• THE TASK: Take each line of the material that includes "таблиц" and copy it.
*** RECORD EXTRACTS Section Begins ***
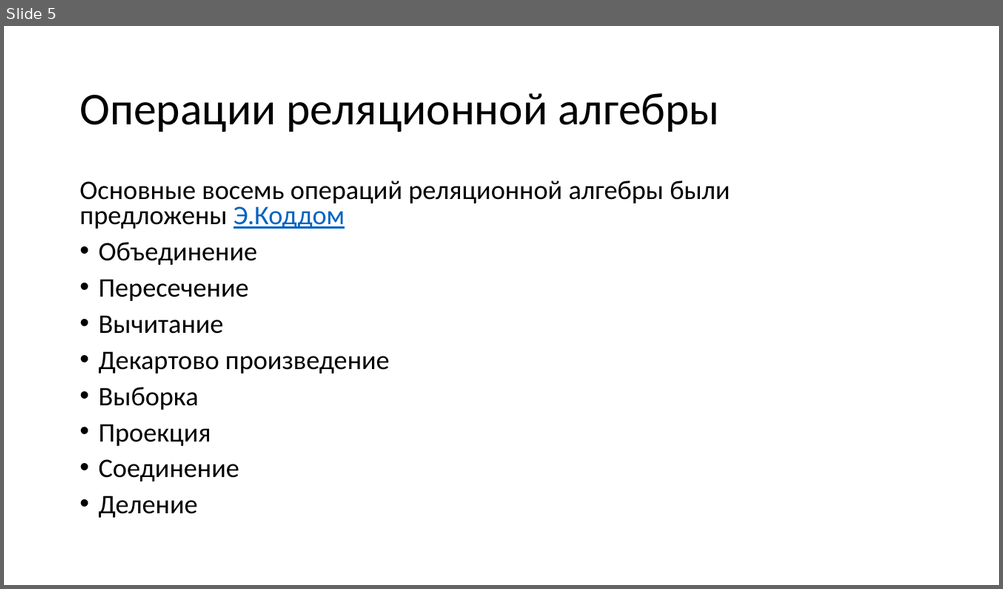
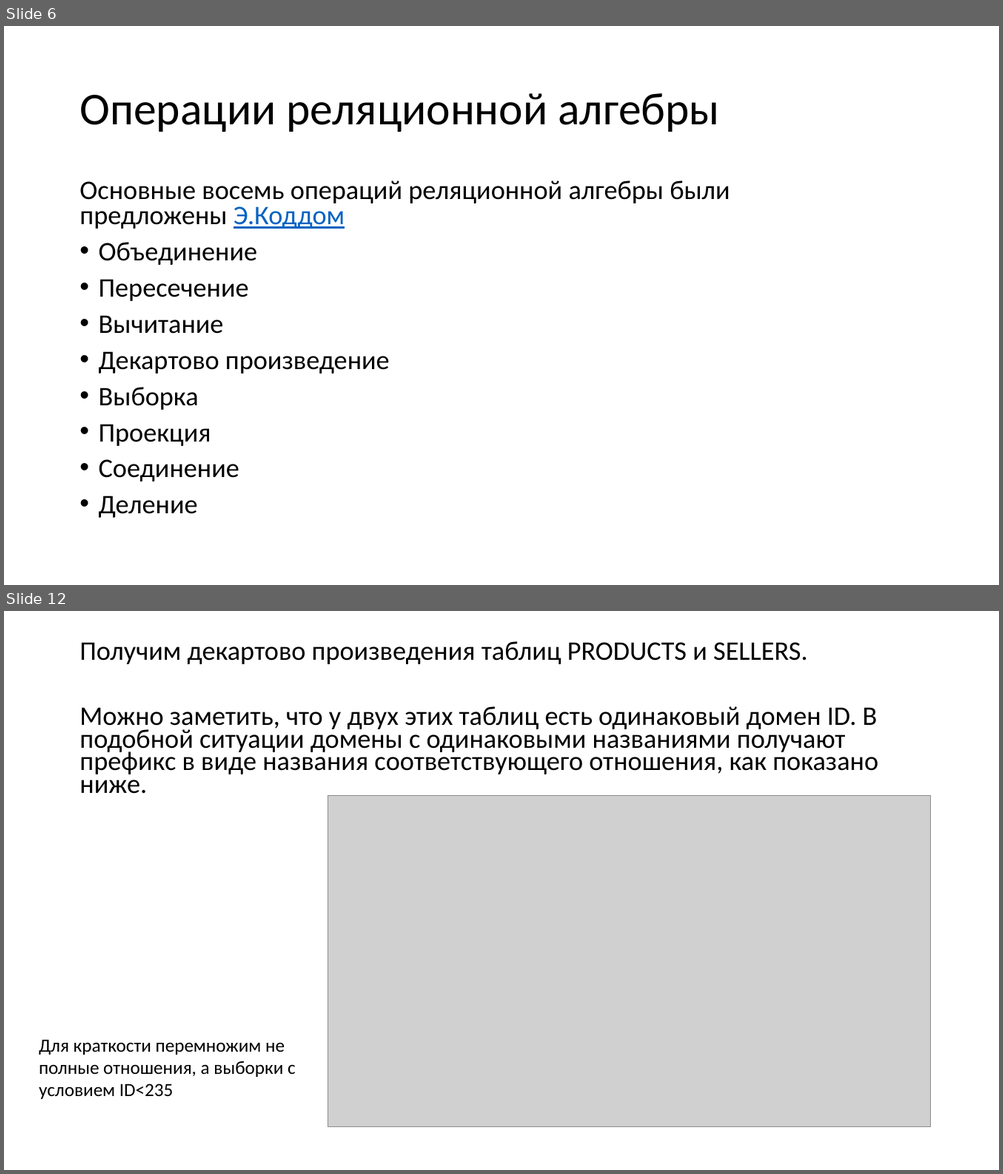
Before and after one commit to avdosev/DataBasePresentations, a slide deck: Реляционная Алгебра/Презентация.pptx. Shown one above the other, each under a label of ours: slide 5 before the commit, slides 6 and 12 after it; the slides between them are not shown. The pictures are 1003x589 and 1003x1174 pixels, drawn with LibreOffice and Linux fonts; fonts in the diff are those of the drawing; grey boxes stand for pictures. Boxes give left, top, right and bottom in pixels: in the first picture for what was removed or moved away, otherwise in the second. Text is boxed around its words. In the diff, an @@ line names an element or a change of style, - is before the commit and + after.

```diff
--- a/Реляционная Алгебра/Презентация.pptx
+++ b/Реляционная Алгебра/Презентация.pptx
@@ slide 12 added at bbox=[4, 611, 999, 1170], background #FFFFFF @@
@@ text added at bbox=[79, 641, 878, 794], 25.9 pt, text #000000 @@
+Получим декартово произведения таблиц PRODUCTS и SELLERS.
+Можно заметить, что у двух этих таблиц есть одинаковый домен ID. В подобной ситуации домены с одинаковыми названиями получают префикс в виде названия соответствующего отношения, как показано ниже.
@@ picture added at bbox=[328, 796, 930, 1128] @@
@@ text added at bbox=[39, 1039, 296, 1099], 18 pt, text #000000 @@
+Для краткости перемножим не полные отношения, а выборки с условием ID<235
@@ what was slide 5 is now slide 6 @@
```
Also in this commit, not shown: 2 slides changed, 10 other slides added, 5 slides removed.
*** RECORD EXTRACTS Section Ends ***
• TASK RESULT:
+Получим декартово произведения таблиц PRODUCTS и SELLERS.
+Можно заметить, что у двух этих таблиц есть одинаковый домен ID. В подобной ситуации домены с одинаковыми названиями получают префикс в виде названия соответствующего отношения, как показано ниже.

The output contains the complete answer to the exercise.